Reverse Fusion of Node Pairs in Scheduler

NiklasZ · May 8, 2024, 10:03am

Hi,

I’m interested in PyTorch’s operator fusion (still relatively new, so please feel free to correct me). I have been reading the Scheduler’s source code and noticed a strange case where it seems to consider the fusability of a pair of nodes node1, node2 in the normal order: self.can_fuse(node1, node2) but also the reverse order: self.can_fuse(node2, node1). Specifically, I’m referring to this code here:

def check_all_pairs(nodes):
    for node1_index, node1 in enumerate(nodes):
        for node2 in nodes[node1_index + 1 :]:
            key = (node1, node2)
            if key in seen:
                continue
            seen.add(key)

            if self.can_fuse(node1, node2):
                possible_fusions.append(key)
            elif (node2.is_template() or node2.is_foreach()) and self.can_fuse(
                node2, node1
            ):
                # foreach fusions and epilogue fusions are order dependent
                possible_fusions.append((node2, node1))

source

I inspected this function on some trivial functions via torch.compile() and it seems that nodes is typically a set containing a graph node n and all the nodes it outputs to m_1,...m_k (it’s probably not that simple, so feel free to correct me there).
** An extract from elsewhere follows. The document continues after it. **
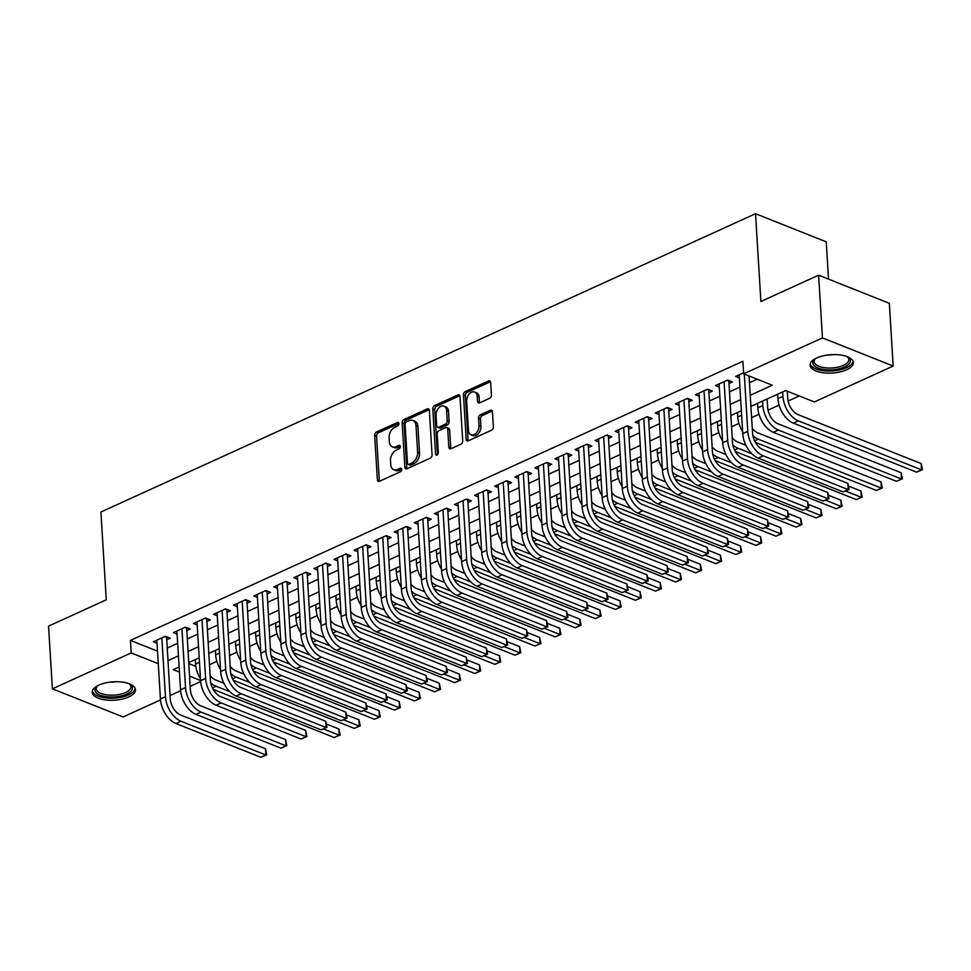 <?xml version="1.0" encoding="UTF-8"?>
<svg xmlns="http://www.w3.org/2000/svg" width="971" height="971" viewBox="0 0 971 971"><rect width="100%" height="100%" fill="white"/><g stroke="black" fill="none" stroke-linecap="round" stroke-linejoin="round"><path stroke-width="1.46" d="M398.911 423.587A1.906 1.287 -68.3 0 0 398.231 422.446A1.906 1.287 -68.3 0 0 397.418 422.494L376.481 432.034A2.731 1.833 -68.3 0 0 374.66 435.396L377.367 479.723A2.731 1.833 -68.3 0 0 378.338 481.349A2.731 1.833 -68.3 0 0 379.491 481.276L400.44 471.736A1.906 1.287 -68.3 0 0 401.715 469.381A1.906 1.287 -68.3 0 0 401.035 468.24A1.906 1.287 -68.3 0 0 400.222 468.289L397.515 469.527A8.715 5.862 -68.3 0 1 393.813 469.746A8.715 5.862 -68.3 0 1 390.73 464.526L390.5 460.824A8.715 5.862 -68.3 0 1 396.326 450.071L399.032 448.833A1.906 1.287 -68.3 0 0 400.307 446.49A1.906 1.287 -68.3 0 0 399.639 445.337A1.906 1.287 -68.3 0 0 398.826 445.386L396.107 446.624A8.715 5.862 -68.3 0 1 392.405 446.854A8.715 5.862 -68.3 0 1 389.322 441.623L389.104 437.933A8.715 5.862 -68.3 0 1 394.918 427.179L397.637 425.941A1.906 1.287 -68.3 0 0 398.911 423.587M846.615 369.793A21.653 9.2 -3.5 0 1 823.444 372.791A21.653 9.2 -3.5 0 1 810.093 365.181A21.653 9.2 -3.5 0 1 816.805 357.935A21.653 9.2 -3.5 0 1 839.976 354.925A21.653 9.2 -3.5 0 1 853.327 362.535A21.653 9.2 -3.5 0 1 846.615 369.793M128.755 696.935A21.653 9.2 -3.5 0 1 105.584 699.933A21.653 9.2 -3.5 0 1 92.233 692.335A21.653 9.2 -3.5 0 1 98.933 685.077A21.653 9.2 -3.5 0 1 122.103 682.079A21.653 9.2 -3.5 0 1 135.454 689.689A21.653 9.2 -3.5 0 1 128.755 696.935M489.59 398.328A2.731 1.833 -68.3 0 0 491.411 394.966L490.658 382.538A2.731 1.833 -68.3 0 0 489.687 380.899A2.731 1.833 -68.3 0 0 488.534 380.972L465.279 391.568A2.731 1.833 -68.3 0 0 463.458 394.93L466.165 439.256A2.731 1.833 -68.3 0 0 467.124 440.883A2.731 1.833 -68.3 0 0 468.289 440.822L491.544 430.214A2.731 1.833 -68.3 0 0 493.365 426.852L492.443 411.838A2.731 1.833 -68.3 0 0 491.484 410.199A2.731 1.833 -68.3 0 0 490.319 410.272L480.366 414.811A2.731 1.833 -68.3 0 0 478.545 418.173L479.006 425.614A7.295 4.891 -68.3 0 1 476.53 432.75A7.295 4.891 -68.3 0 1 471.044 434.79A7.295 4.891 -68.3 0 1 468.459 430.42L466.675 401.241A7.295 4.891 -68.3 0 1 469.151 394.105A7.295 4.891 -68.3 0 1 474.637 392.066A7.295 4.891 -68.3 0 1 477.222 396.435L477.514 401.302A2.731 1.833 -68.3 0 0 478.485 402.941A2.731 1.833 -68.3 0 0 479.638 402.868L489.59 398.328M160.506 699.921L123.099 716.962L52.385 688.84L48.55 626.125L106.276 599.823L100.911 512.02L755.523 213.705L760.888 301.496L818.626 275.194L822.461 337.908L893.174 366.031L814.353 401.945L785.685 390.548L750.911 406.388M52.385 688.84L131.194 652.925L158.273 663.691M750.231 395.282L772.309 385.22L743.64 373.823L742.876 361.273L130.43 640.387L131.194 652.925M743.64 373.823L822.461 337.908M429.352 410.466A2.731 1.833 -68.3 0 0 428.393 408.84A2.731 1.833 -68.3 0 0 427.24 408.9L403.972 419.508A2.731 1.833 -68.3 0 0 402.152 422.87L404.871 467.185A2.731 1.833 -68.3 0 0 405.829 468.823A2.731 1.833 -68.3 0 0 406.983 468.75L430.25 458.154A2.731 1.833 -68.3 0 0 432.071 454.792L429.352 410.466M434.62 405.538L457.887 394.942A2.731 1.833 -68.3 0 1 459.04 394.869A2.731 1.833 -68.3 0 1 459.999 396.508L462.718 440.822A2.731 1.833 -68.3 0 1 460.897 444.184L450.945 448.723A2.731 1.833 -68.3 0 1 449.779 448.796A2.731 1.833 -68.3 0 1 448.82 447.158L447.716 429.182A2.731 1.833 -68.3 0 0 446.757 427.543A2.731 1.833 -68.3 0 0 445.604 427.616L439.001 430.626A2.731 1.833 -68.3 0 0 437.181 433.988L438.322 452.704A1.906 1.287 -68.3 0 1 437.666 454.574A1.906 1.287 -68.3 0 1 436.234 455.108A1.906 1.287 -68.3 0 1 435.566 453.955L432.799 408.9A2.731 1.833 -68.3 0 1 434.62 405.538L436.537 406.303L459.793 395.695L457.887 394.942M166.636 639.792L170.156 638.19L165.373 636.284L153.321 641.77L157.023 643.251M186.711 630.64L190.231 629.038L185.449 627.132L173.408 632.619L177.11 634.099M206.799 621.489L210.306 619.886L205.536 617.981L193.484 623.479L197.186 624.948M226.874 612.337L230.394 610.735L225.612 608.829L213.559 614.327L217.261 615.796M246.962 603.185L250.469 601.583L245.687 599.677L233.647 605.176L237.349 606.644M267.037 594.034L270.545 592.431L265.775 590.526L253.722 596.024L257.424 597.493M287.113 584.882L290.632 583.28L285.85 581.374L273.81 586.872L277.512 588.341M307.2 575.73L310.708 574.128L305.938 572.222L293.885 577.721L297.587 579.189M327.276 566.579L330.795 564.976L326.013 563.071L313.961 568.569L317.663 570.038M347.363 557.427L350.871 555.825L346.089 553.931L334.048 559.417L337.75 560.886M367.439 548.275L370.946 546.673L366.176 544.78L354.124 550.266L357.826 551.734M387.514 539.123L391.034 537.521L386.252 535.628L374.211 541.114L377.913 542.583M407.602 529.972L411.109 528.37L406.339 526.476L394.287 531.962L397.989 533.431M427.677 520.82L431.197 519.218L426.415 517.325L414.362 522.811L418.064 524.279M447.752 511.668L451.272 510.066L446.49 508.173L434.45 513.659L438.152 515.128M467.84 502.517L471.348 500.915L466.578 499.021L454.525 504.507L458.227 505.988M487.915 493.365L491.435 491.763L486.653 489.87L474.601 495.356L478.302 496.836M508.003 484.213L511.511 482.623L506.741 480.718L494.688 486.204L498.39 487.685M528.078 475.074L531.598 473.472L526.816 471.566L514.764 477.052L518.465 478.533M548.154 465.922L551.674 464.32L546.891 462.414L534.851 467.901L538.553 469.381M568.241 456.771L571.749 455.168L566.979 453.263L554.927 458.761L558.628 460.23M588.317 447.619L591.837 446.017L587.054 444.111L575.002 449.609L578.704 451.078M608.404 438.467L611.912 436.865L607.13 434.959L595.089 440.458L598.791 441.926M628.48 429.316L631.987 427.713L627.217 425.808L615.165 431.306L618.867 432.775M648.555 420.164L652.075 418.562L647.293 416.656L635.252 422.154L638.954 423.623M668.643 411.012L672.15 409.41L667.38 407.504L655.328 413.003L659.03 414.471M688.718 401.86L692.238 400.258L687.456 398.365L675.403 403.851L679.105 405.32M708.794 392.709L712.313 391.107L707.531 389.213L695.491 394.699L699.193 396.168M728.881 383.557L732.389 381.955L727.619 380.062L715.566 385.548L719.268 387.016M130.43 640.387L157.508 651.153M167.146 648.118L177.669 643.324M187.221 638.967L197.756 634.172M207.309 629.815L217.832 625.021M227.384 620.663L237.907 615.869M247.471 611.512L257.995 606.717M267.547 602.36L278.07 597.566M287.622 593.208L298.146 588.414M307.71 584.057L318.233 579.262M327.785 574.905L338.309 570.111M347.873 565.753L358.396 560.959M367.948 556.601L378.472 551.807M388.024 547.462L398.547 542.655M408.111 538.31L418.635 533.504M428.187 529.159L438.71 524.352M448.262 520.007L458.798 515.213M468.35 510.855L478.873 506.061M488.425 501.704L498.948 496.909M508.513 492.552L519.036 487.758M528.588 483.4L539.111 478.606M548.664 474.249L559.199 469.454M568.751 465.097L579.274 460.303M588.827 455.945L599.35 451.151M608.914 446.794L619.437 441.999M628.99 437.642L639.513 432.848M649.065 428.49L659.588 423.696M669.153 419.338L679.676 414.544M689.228 410.187L699.751 405.393M709.303 401.035L719.839 396.241M729.391 391.883L739.914 387.089M749.466 382.744L757.21 379.212M739.356 377.865L735.654 376.396L743.58 372.779M209.445 664.722L216.836 661.36M229.52 655.571L236.912 652.209M249.596 646.419L256.999 643.057M269.683 637.267L277.075 633.905M289.759 628.116L297.162 624.754M309.846 618.964L317.238 615.602M329.922 609.824L337.313 606.45M349.997 600.673L357.401 597.299M370.085 591.521L377.476 588.147M390.16 582.369L397.564 578.995M410.248 573.218L417.639 569.843M430.323 564.066L437.715 560.692M450.398 554.914L457.802 551.54M470.486 545.763L477.878 542.388M490.561 536.611L497.953 533.237M510.649 527.459L518.041 524.085M530.724 518.308L538.116 514.933M550.8 509.156L558.204 505.782M570.887 500.004L578.279 496.642M590.963 490.853L598.354 487.491M611.038 481.701L618.442 478.339M631.126 472.549L638.517 469.187M651.201 463.398L658.605 460.036M671.289 454.258L678.68 450.884M691.364 445.106L698.756 441.732M711.44 435.955L718.843 432.581M731.527 426.803L738.919 423.429M751.603 417.651L758.994 414.277M768.012 410.175L779.082 405.125M788.088 401.023L799.242 395.937M188.726 663.569L195.839 666.397M828.518 279.126L826.236 241.828L755.523 213.705M818.626 275.194L889.339 303.316L893.174 366.031M200.669 681.618L190.134 686.424M180.594 690.769L170.046 695.564M179.113 666.968L173.239 669.65L179.429 672.114M189.503 676.107L200.584 680.525M741.359 410.745L730.835 415.539M721.283 419.897L710.76 424.691M701.196 429.048L690.672 433.843M681.12 438.2L670.597 442.994M661.045 447.352L650.509 452.146M640.957 456.504L630.434 461.298M620.882 465.655L610.358 470.45M600.794 474.795L590.271 479.601M580.719 483.946L570.195 488.753M560.643 493.098L550.12 497.905M540.556 502.25L530.032 507.044M520.48 511.401L509.957 516.196M500.405 520.553L489.87 525.347M480.317 529.705L469.794 534.499M460.242 538.856L449.719 543.651M440.154 548.008L429.631 552.802M420.079 557.16L409.556 561.954M400.003 566.311L389.468 571.106M379.916 575.463L369.393 580.257M359.84 584.615L349.317 589.409M339.753 593.767L329.23 598.561M319.677 602.918L309.154 607.712M299.602 612.07L289.079 616.864M279.514 621.222L268.991 626.016M259.439 630.361L248.916 635.168M239.364 639.513L228.828 644.319M219.276 648.664L208.753 653.471M199.201 657.816L188.677 662.61M167.91 660.656L178.433 655.862M187.998 651.505L198.521 646.71M208.073 642.353L218.596 637.559M228.149 633.201L238.684 628.407M248.236 624.062L258.759 619.255M268.312 614.91L278.835 610.104M288.399 605.758L298.922 600.952M308.475 596.607L318.998 591.8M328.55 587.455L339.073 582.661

So we have a set (n, m_1, … m_k). So in the self.can_fuse(node1, node2) case we have:

Check whether we can fuse n with some m_i+1 (vertical fusion?)
Check whether we can fuse m_i with m_i+1 (horizontal fusion?)
for some i in 1...k.

Now my question is, when is self.can_fuse(node2, node1) meaningful? From my understanding this could be wrong as fusing operations in reverse can affect the overall function’s correctness.

Would appreciate someone’s insight here. Many thanks!